Internic address allocation policy

yakov at watson.ibm.com yakov at watson.ibm.com
Tue Mar 21 13:23:23 UTC 1995


Ref:  Your note of Mon, 20 Mar 1995 14:26:03 -0500


Jeff,

>... I am very concerned about having the ISPs performing address
>allocation, particularly addressing aggregation.

There are certain *fundamental* issues that one may choose to ignore.
However, this still doesn't change the fundamental property of these
issues. Relation between address space allocation/management and
the ability of the Internet routing system to scale is *one of these
issues*.

Here is a brief recap of what had been stated on MANY occasions.

The need to accommodate routing in the growing Internet requires to
perform routing information aggregation/abstaction. Both the current
routing technology, as well as proposals for new routing technologies
(e.g. Nimrod or Unified) assume that the hierarchical routing
information aggregation/abstraction will be used as *the* fundamental
technique to deal with the growth in overhead costs of running the
routing.

For the hierarchical routing to work, addresses have to reflect *where*
in the network you are. Changing providers means you've changed where
you are, which in turn means you may need to change your addresses.

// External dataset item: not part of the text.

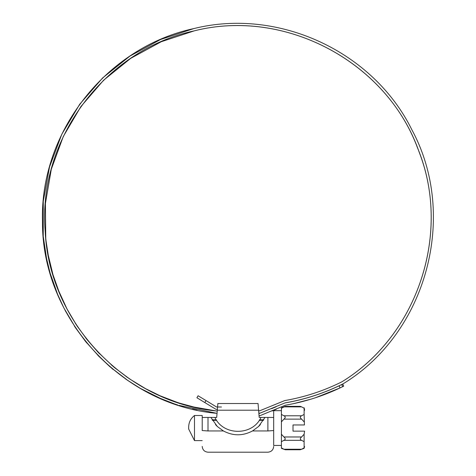<?xml version="1.0" encoding="UTF-8"?>
<svg xmlns="http://www.w3.org/2000/svg" width="476" height="476" viewBox="0 0 476 476"><rect width="100%" height="100%" fill="white"/><g stroke="black" fill="none" stroke-linecap="round" stroke-linejoin="round"><path stroke-width="0.71" d="M283.922 415.786C285.642 416.577 285.642 417.69 283.922 419.13L281.411 421.873L281.411 414.417L283.922 415.786L301.611 415.786L304.122 414.417L304.122 407.771L304.592 409.616M273.682 417.482L273.682 430.554L267.887 430.953C267.887 458.519 267.887 458.519 267.887 430.953L267.887 417.428L273.682 417.482L273.682 410.669L281.411 410.669M281.411 445.441L273.682 445.441L273.682 428.055M188.692 428.055L188.663 429.013L194.488 440.609L194.488 415.5L202.217 415.5L202.217 417.482L208.006 417.428L208.006 430.953C208.006 458.519 208.006 458.519 208.006 430.953L202.217 430.554L202.217 417.482M281.411 434.237L283.922 436.974C285.642 438.42 285.642 439.532 283.922 440.324L281.411 441.692L281.411 407.771L281.411 408.235L285.308 406.349L300.231 406.349L301.611 406.867L300.231 406.349M281.411 407.771L285.308 406.349M304.479 410.58L304.122 408.235L301.611 406.867L283.922 406.867M281.411 441.692L281.411 447.874L283.922 449.243C285.642 449.897 285.642 449.897 283.922 449.243L284.458 449.451M283.922 449.243L301.611 449.243C299.898 449.897 299.898 449.897 301.611 449.243L304.122 447.874L304.122 441.692L301.611 440.324C299.898 439.532 299.898 438.42 301.611 436.974L304.122 434.237L304.592 431.143C304.592 451.093 304.592 451.093 304.592 431.143M301.04 449.469L301.546 449.273M304.122 441.692L304.122 434.237M304.426 431.143L293.002 431.143L293.002 424.961L304.426 424.961L304.122 414.417M301.611 415.786C299.898 416.577 299.898 417.69 301.611 419.13L304.122 421.873M204.817 402.559L196.897 397.74L198.099 395.758L206.025 400.578L204.817 402.559L215.842 409.259L217.371 409.396L217.3 410.211L217.859 403.523L258.04 403.523L259.2 417.428L264.989 417.428L258.575 426.496L252.506 430.953C242.802 436.064 233.097 436.064 223.393 430.953L217.324 426.496L210.904 417.428L212.95 417.428M215.497 424.568L217.324 426.496L210.904 417.428L216.699 417.428L208.006 417.428M267.887 417.428L259.2 417.428M217.859 403.523L217.568 406.998L221.447 406.998M216.699 417.428L217.568 406.998L216.586 406.998L206.025 400.578M202.217 430.554C202.217 451.135 202.217 451.135 202.217 430.554M260.408 424.568L258.575 426.496L264.989 417.428L260.991 417.428C252.667 435.962 223.232 435.962 214.908 417.428M267.887 430.953L252.506 430.953M223.393 430.953L208.006 430.953M193.012 406.879L216.193 410.949C125.575 402.446 49.129 322.085 45.166 231.157C37.592 139.706 104.547 49.796 194.333 30.839C284.38 8.032 385.233 60.976 417.601 148.042C452.194 231.009 418.582 334.842 341.935 381.8C323.781 390.873 304.711 397.133 284.719 400.584L259.694 410.8L258.635 410.705M192.494 409.14L197.016 410.163M175.216 401.708L179.619 403.16M176.072 402L176.56 402.166M174.519 403.922L176.626 404.63M178.774 402.892L178.25 402.72M177.78 405.005L176.679 404.648L177.78 405.005M140.378 388.404L161.293 398.84M177.423 402.452L160.109 395.8L145.549 388.642M145.555 388.648L129.722 379.009L114.853 367.871M142.348 386.863L142.693 387.059M142.383 389.541L144.412 390.665M144.763 388.214L144.317 387.97M126.67 376.903L127.044 377.165M109.867 366.693L128.389 380.907M128.936 378.479L128.585 378.236M127.806 377.7L127.11 377.212M114.883 367.9L111.342 364.902M113.377 369.662L111.58 368.162M113.145 366.449L97.943 352.097L87.275 339.882L77.642 326.78M98.597 352.775L98.895 353.091M63.861 307.93L75.72 328.077L85.46 341.328L99.514 357.03M86.924 343.125L85.46 341.328M75.125 322.936L77.665 326.816M75.607 323.692L75.892 324.138M77.171 326.078L76.874 325.626M76.41 324.93L66.979 308.912L58.286 289.961M66.003 312.012L64.914 309.965M58.619 290.806L58.81 291.27M50.099 273.099L57.888 295.12M59.684 293.412L59.494 292.954M59.149 292.109L52.967 274.64L48.046 254.374M51.426 277.514L50.736 275.265M43.227 236.263L46.678 259.366M48.754 257.986L48.677 257.605M48.487 256.653L45.993 240.6M45.999 240.624L45.535 236.013M43.691 240.844L43.441 238.518M43.227 236.233L43.268 201.3L49.534 166.939L61.809 134.232L79.712 104.238L102.661 77.909L129.936 56.085L160.662 39.46L193.851 28.572C278.472 7.461 373.345 51.485 411.853 129.74C458.471 215.771 426.722 333.045 343.077 383.823C324.692 393.021 305.372 399.37 285.112 402.869L260.009 413.15L258.831 413.049M217.038 413.376L178.881 405.356M174.478 403.904L159.162 397.918M158.466 397.609L157.764 397.293M140.366 388.398L126.479 379.598M125.729 379.08L125.319 378.789M109.843 366.669L97.883 355.376M84.865 340.578L84.615 340.263M75.72 328.077L74.44 326.149M63.855 307.924L57.001 292.978M56.686 292.204L56.448 291.61M50.093 273.075L46.214 257.094M46.053 256.284L45.928 255.63M215.961 413.257C120.815 404.511 41.775 317.224 42.483 221.679C39.651 132.257 106.338 47.178 193.851 28.572C278.472 7.461 373.345 51.485 411.853 129.74C458.471 215.771 426.722 333.045 343.077 383.823M45.755 238.333L45.404 203.538L51.307 169.242L63.266 136.558L80.896 106.553L103.625 80.2L130.71 58.352L161.275 41.715L194.333 30.839C285.82 7.586 388.232 62.784 419.112 151.993C451.272 234.329 417.273 335.568 341.935 381.8M195.273 407.402L179.601 403.154M143.526 387.529L141.509 386.381M126.598 376.849L125.914 376.367M99.549 353.769L98.99 353.186M98.496 352.674L97.949 352.097M87.275 339.882L86.787 339.269M86.317 338.68L85.835 338.067M66.979 308.912L66.616 308.216M66.271 307.55L65.914 306.853M276.02 406.819L271.629 408.664M272.022 411.008L276.419 409.176M295.257 400.905L290.717 401.869M291.425 404.088L295.858 403.148M294.4 401.095L293.829 401.22M291.502 401.708L292.193 401.565M310.995 399.156L313.113 398.501M314.493 395.621L310.173 396.984M343.72 386.131L342.678 384.061M343.488 386.25L342.732 386.625L341.697 384.548L342.446 384.18M341.988 386.988C340.739 387.595 340.739 387.595 341.988 386.988L342.524 386.726L341.988 386.982M342.732 386.625L340.078 387.91L339.037 385.834L341.697 384.548M342.232 384.281L341.482 384.656L342.232 384.281M333.135 388.523L328.862 390.338M334.152 390.612L329.88 392.42M291.318 404.112L285.32 405.225C304.36 401.958 322.615 396.187 340.078 387.91L315.308 397.799M310.876 399.191L293.591 403.642M292.794 403.809L292.103 403.951M259.384 413.424L284.928 402.94C303.748 399.709 321.782 394.009 339.037 385.834M217.234 411.062L216.193 410.949L217.234 411.062M285.32 405.225L260.182 415.596L259.045 415.607M283.922 419.13L301.611 419.13M283.922 440.324L301.611 440.324M283.922 436.974L301.611 436.974M258.593 410.211L217.3 410.211M263.775 419.808L259.616 419.808L263.775 419.808M216.282 419.808L212.123 419.808L216.282 419.808M194.488 440.609L202.217 440.609M263.472 420.326L259.265 420.326M216.634 420.326L212.427 420.326M194.488 415.5C190.715 418.446 188.776 422.313 188.663 427.097L188.663 428.162L188.663 427.097M188.663 428.168L188.663 429.013M304.592 446.494L304.122 448.338L300.225 449.76L285.308 449.76L281.411 448.338M202.217 446.405C202.568 449.909 204.501 451.843 208.006 452.2L267.887 452.2C271.397 451.843 273.325 449.909 273.682 446.405"/></g></svg>

Host autoconfiguration capabilities isn't a "rocket space" science, but
would certainly greatly help to accommodate the ability to change
providers in presence of hierarchical routing.  Granted this wouldn't
address the problem of dealing with the installed based, but we are not
aware of any other alternative (except for the NAT boxes and/or
application layer gateway alternative) that wouldn't require *any*
changes to the installed base, while at the same time would accommodate
hierarchical routing  and would allow to change providers.